But on Jan. 26, the Biden administration placed a halt on the approval of new licenses for LNG export “while it scrutinized how the shipments affect climate change,” reported Bloomberg. The moratorium is “likely to disrupt plans for billions of dollars in projects.”

The decision, reported Politico, is “spooking Europe.” While the European Union plans to reach climate neutrality by 2050, it has set no deadline for the phaseout of gas, said Tom Marzec-Manser, head of gas analytics at the commodities intelligence firm ICIS, as quoted by Politico. “He said the continent is likely to need continued access to American exports well into the next decade.”

Marzec-Manser stated: “How has Europe got through the last two years, with Russia turning down pipeline flows? One, it’s cut demand. But two, it’s backfilled the demand with LNG, much of it from the U.S. That’s how the balance has been maintained.”

The U.S. currently vets new exports on a case-by-case basis to see if they are in the public interest, but, said Bloomberg, “government assumptions used in those reviews haven’t been updated since 2018.” Now, the administration wants to apply a “climate test” to determine whether LNG exports contribute to global warming. According to Politico:

The decades-old Natural Gas Act requires the Energy Department to consider whether a project is in the public interest before granting approval for an application to export natural gas to a country that does not have a free trade agreement with the United States. That export permit is considered a must-have for would-be exporters, who need to raise billions of dollars to build the pipelines and compressors to bring gas to the coast and chill it to minus-259 degrees Fahrenheit to turn it into liquid for transport on ships.

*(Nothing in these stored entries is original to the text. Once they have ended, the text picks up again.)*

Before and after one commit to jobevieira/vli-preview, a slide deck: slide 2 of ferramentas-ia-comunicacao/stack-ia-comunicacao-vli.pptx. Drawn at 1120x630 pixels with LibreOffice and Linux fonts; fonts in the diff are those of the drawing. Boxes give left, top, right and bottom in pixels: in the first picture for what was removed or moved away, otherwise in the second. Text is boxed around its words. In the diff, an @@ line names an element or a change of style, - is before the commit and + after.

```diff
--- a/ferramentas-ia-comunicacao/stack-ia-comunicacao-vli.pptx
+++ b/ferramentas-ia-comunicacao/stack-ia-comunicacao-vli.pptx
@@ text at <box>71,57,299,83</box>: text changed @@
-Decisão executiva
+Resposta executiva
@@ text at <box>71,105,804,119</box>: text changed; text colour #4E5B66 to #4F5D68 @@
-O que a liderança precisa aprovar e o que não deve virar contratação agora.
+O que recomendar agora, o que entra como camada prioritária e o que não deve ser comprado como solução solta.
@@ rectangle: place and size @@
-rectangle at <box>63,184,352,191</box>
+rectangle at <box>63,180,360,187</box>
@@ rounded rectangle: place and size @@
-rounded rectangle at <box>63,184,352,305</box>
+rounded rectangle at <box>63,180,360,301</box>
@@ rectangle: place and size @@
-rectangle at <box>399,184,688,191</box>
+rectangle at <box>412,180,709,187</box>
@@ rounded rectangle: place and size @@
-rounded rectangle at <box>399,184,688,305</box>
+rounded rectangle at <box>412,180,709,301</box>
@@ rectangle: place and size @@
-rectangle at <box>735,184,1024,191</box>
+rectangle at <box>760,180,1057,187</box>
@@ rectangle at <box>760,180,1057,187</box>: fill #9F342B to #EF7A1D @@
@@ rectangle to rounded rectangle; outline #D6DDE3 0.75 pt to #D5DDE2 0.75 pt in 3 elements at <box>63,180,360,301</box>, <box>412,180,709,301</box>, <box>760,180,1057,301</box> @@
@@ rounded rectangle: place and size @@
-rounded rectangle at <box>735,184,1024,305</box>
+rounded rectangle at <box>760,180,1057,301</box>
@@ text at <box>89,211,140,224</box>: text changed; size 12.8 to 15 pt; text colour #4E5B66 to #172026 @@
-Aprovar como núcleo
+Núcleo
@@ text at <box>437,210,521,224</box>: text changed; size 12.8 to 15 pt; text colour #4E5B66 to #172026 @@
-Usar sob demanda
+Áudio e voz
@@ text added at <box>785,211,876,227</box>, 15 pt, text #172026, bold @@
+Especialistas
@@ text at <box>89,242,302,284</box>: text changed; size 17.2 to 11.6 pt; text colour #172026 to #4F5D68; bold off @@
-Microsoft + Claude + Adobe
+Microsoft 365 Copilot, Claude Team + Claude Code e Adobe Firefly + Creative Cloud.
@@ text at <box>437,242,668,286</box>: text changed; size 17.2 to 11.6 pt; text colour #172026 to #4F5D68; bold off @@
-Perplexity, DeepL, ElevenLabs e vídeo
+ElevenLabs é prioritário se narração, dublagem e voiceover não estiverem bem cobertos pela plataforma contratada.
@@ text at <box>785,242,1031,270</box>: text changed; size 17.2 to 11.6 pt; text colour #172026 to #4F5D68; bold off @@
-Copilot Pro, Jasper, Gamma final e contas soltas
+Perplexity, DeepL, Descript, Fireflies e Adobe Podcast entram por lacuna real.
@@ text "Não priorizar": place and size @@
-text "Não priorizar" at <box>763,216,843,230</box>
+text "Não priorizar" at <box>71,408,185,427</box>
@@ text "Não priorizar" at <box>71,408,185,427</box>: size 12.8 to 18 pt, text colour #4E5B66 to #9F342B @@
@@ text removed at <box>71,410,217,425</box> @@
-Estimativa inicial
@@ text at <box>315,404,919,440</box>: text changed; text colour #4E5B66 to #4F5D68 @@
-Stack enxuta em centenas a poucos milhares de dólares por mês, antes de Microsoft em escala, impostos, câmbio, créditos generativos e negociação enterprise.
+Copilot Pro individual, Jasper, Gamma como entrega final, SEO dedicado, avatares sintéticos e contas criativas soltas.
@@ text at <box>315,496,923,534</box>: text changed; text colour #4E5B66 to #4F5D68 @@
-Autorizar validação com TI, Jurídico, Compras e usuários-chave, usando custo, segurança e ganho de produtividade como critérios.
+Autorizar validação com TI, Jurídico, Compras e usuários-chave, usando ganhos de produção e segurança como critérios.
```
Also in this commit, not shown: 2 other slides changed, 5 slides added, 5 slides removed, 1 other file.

Environmental activists note, however, that since it began approving the first export permits in 2012, the Energy Department “has never rejected any applicant over the ‘public interest’ requirement,” said Politico, even as the U.S. gas export industry grew to account about 20% of U.S. gas production by late 2023.

Today, seven export plants operate in the U.S. with another eight approved but still under construction. According to Politico, “Charlie Riedl, head of the Center for Liquefied Natural Gas trade association, said anything that slowed down the approval of new projects could scare away potential customers in allied countries such as Japan and South Korea. He also noted that the DOE’s previous reviews had consistently found gas exports benefited the public.”

Activists have, nevertheless, opposed LNG projects, including the CP2 export terminal planned by Venture Global LNG for the Gulf Coast of Louisiana, which opponents consider a “litmus test of the president’s climate change commitment,” according to Bloomberg. The developer submitted its first application to FERC three years ago.

The decision by the U.S. Department of Energy on Friday drew swift condemnation from Sen. Joe Manchin (D-WV), chair of the Energy and Natural Resources Committee, who said he would investigate.

“If the Administration has the facts to prove that additional LNG export capacity would hurt Americans, they must make that information public and clear,” Sen. Manchin said. “But if this pause is just another political ploy to pander to keep-it-in-the-ground climate activists at the expense of American workers, businesses and our allies in need, I will do everything in my power to end this pause immediately.”

Current benefits of LNG to the climate appear substantial. The use of natural gas exports displaces coal in the generation of electricity and heat, especially in Europe, China, and India. A study by ICF for the American Petroleum Institute in 2020 concluded that internationally using LNG from the U.S. for power would produce “on average 50.5 percent fewer greenhouse gas (GHG) emissions in all base case scenarios studied.”

Joseph Majkut, director of the energy security and climate change program for the Center for Strategic and International Studies, stated, “It is now pretty much conventional wisdom that the U.S. LNG industry played a big role helping Europe shift away from Russian gas after the invasion of Ukraine and that helped maintain European solidarity, and in Northeast Asia it’s a big part of energy security planning.”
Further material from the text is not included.